Isn't that the same as a PJ?


----------



## Lewis Ranch

We hauled some trailers out of their plant once, seem like a good trailer. If I remember right the guy that owed pro trac his brother owns elite trailers, both similar only difference was in the dovetail is what I was told.


----------



## rajela

I looked at over a dozen different trailers last year before I bought mine and from what I could tell they all are basically the same. Same frame steel 12"X19# same cross member steel same Dexter axles just the workmanship and price was different. Some added a little extra brace or gusset here and there. I would look it over and if it looks like it has been put together good then it should be good to go.


----------



## JD3430

It's powder coated. Some is peeling off along places like edges on dual jack legs.
Man, I have looked at a lot of crappy trailers.....


----------



## rajela

If the frame isn't twisted or bent, neck is straight, floor is good, Welds aren't cracked, axles & springs are in good shape I don't care if the paint all fall off as I drive off with it if the price is right.

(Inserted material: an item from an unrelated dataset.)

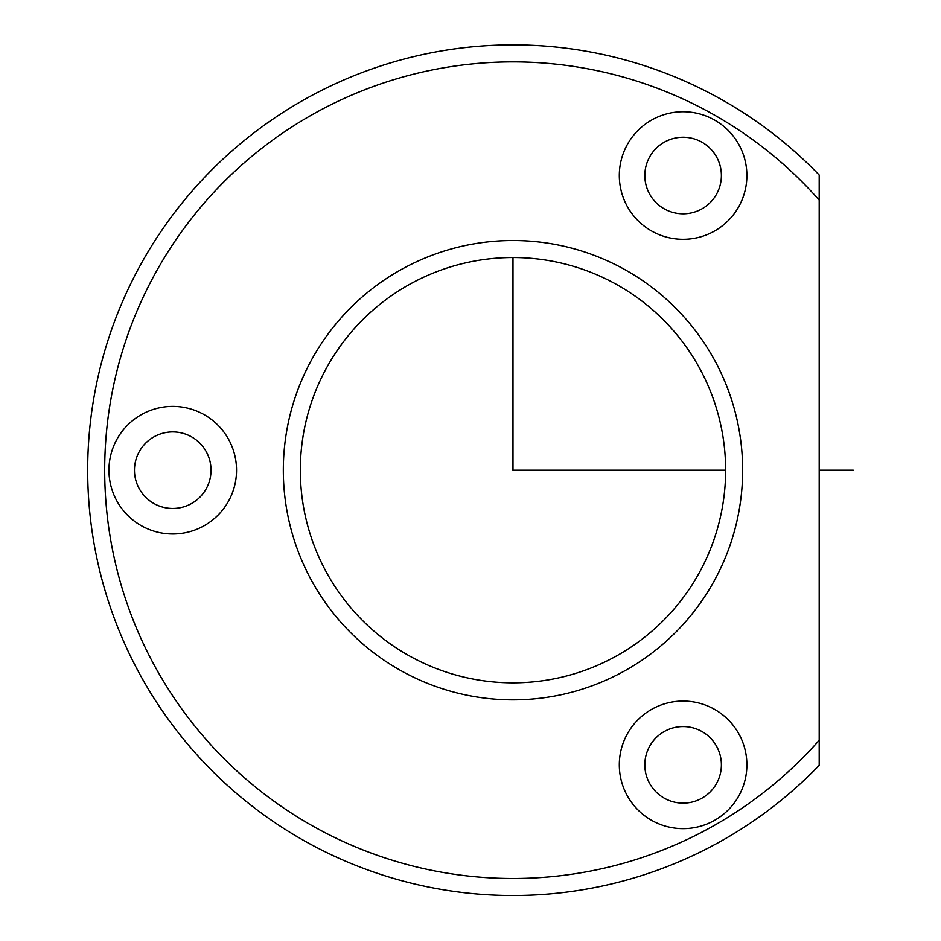 <?xml version="1.0" encoding="UTF-8"?>
<svg xmlns="http://www.w3.org/2000/svg" width="941" height="941" viewBox="0 0 941 941"><rect width="100%" height="100%" fill="white"/><g stroke="black" fill="none" stroke-linecap="round" stroke-linejoin="round"><path stroke-width="1.41" d="M649.513 157.182A38.275 38.275 0 0 1 701.457 141.938A38.275 38.275 0 0 1 716.701 193.881A38.275 38.275 0 0 1 664.758 209.125A38.275 38.275 0 0 1 649.513 157.182M819.199 765.339A425.297 425.297 0 0 1 139.75 266.291A425.297 425.297 0 0 1 819.199 175.038L819.199 200.127A408.288 408.288 0 0 0 154.677 274.443A408.288 408.288 0 0 0 819.199 740.249L819.199 765.339M714.537 580.291A229.663 229.663 0 0 1 402.877 671.733A229.663 229.663 0 0 1 311.436 360.085A229.663 229.663 0 0 1 623.095 268.644A229.663 229.663 0 0 1 714.537 580.291M699.598 572.14A212.654 212.654 0 0 1 411.029 656.806A212.654 212.654 0 0 1 326.362 368.237A212.654 212.654 0 0 1 614.932 283.57A212.654 212.654 0 0 1 699.598 572.14M819.199 740.249L819.199 200.127M739.085 206.114A63.8 63.8 0 0 1 652.525 231.521A63.8 63.8 0 0 1 627.118 144.949A63.8 63.8 0 0 1 713.69 119.554A63.8 63.8 0 0 1 739.085 206.114M627.118 734.262A63.8 63.8 0 0 1 713.69 708.867A63.8 63.8 0 0 1 739.085 795.427A63.8 63.8 0 0 1 652.525 820.834A63.8 63.8 0 0 1 627.118 734.262M116.755 439.6A63.8 63.8 0 0 1 203.327 414.205A63.8 63.8 0 0 1 228.734 500.777A63.8 63.8 0 0 1 142.162 526.172A63.8 63.8 0 0 1 116.755 439.6M139.15 451.845A38.275 38.275 0 0 1 191.094 436.6A38.275 38.275 0 0 1 206.338 488.544A38.275 38.275 0 0 1 154.395 503.776A38.275 38.275 0 0 1 139.15 451.845M649.513 746.495A38.275 38.275 0 0 1 701.457 731.251A38.275 38.275 0 0 1 716.701 783.194A38.275 38.275 0 0 1 664.758 798.438A38.275 38.275 0 0 1 649.513 746.495M512.986 257.54L512.986 470.194L725.629 470.194M819.199 470.194L853.228 470.194"/></g></svg>

Depending on the length of this trailer it isn't a bad buy in my book if this trailer had a good frame and suspension.

http://www.equipmenttraderonline.com/listing/2001-PROTRAK-GOOSENECK-112006617


----------



## JD3430

rajela said:


> If the frame isn't twisted or bent, neck is straight, floor is good, Welds aren't cracked, axles & springs are in good shape I don't care if the paint all fall off as I drive off with it if the price is right.
> 
> Depending on the length of this trailer it isn't a bad buy in my book if this trailer had a good frame and suspension.
> 
> http://www.equipmenttraderonline.com/listing/2001-PROTRAK-GOOSENECK-112006617


That's a fantastic deal.

Here's the specs and price on the pro trak I looked at today:
'09 Pro Trak
30' (25 flat, 5' fixed beaver tail)
Flip over ramps
Pop up center on beaver tail
Wood deck
Dexter oil bath axles
Good tires, 4 new, 4 1/2 tread
Chain Box
Dual jacks
Led lights
20,000 GVWR
9,700 empty weight (whew!) 
Paint looks 7.5 out of 10
Only thing I forgot was brakes. If they are electric/ hydraulic that would be a big plus, but I'm not sure. 
$7,000.

Think that's a good deal?


----------



## LaneFarms

I have the same trailer less the led's and its 32' overall. Pro Trak repainted it at a year old but other than that its been a good trailer. I paid $8600 new in jan. 08.


----------



## rajela

Brakes are more than likely electric...not a bad price if you need it. I would like it a lot more at $6,500.00..That sucker sure is heavy at 9,700. If I bought it I would run it across some scales and check the weight.


----------



## JD3430

rajela said:


> Brakes are more than likely electric...not a bad price if you need it. I would like it a lot more at $6,500.00..That sucker sure is heavy at 9,700. If I bought it I would run it across some scales and check the weight.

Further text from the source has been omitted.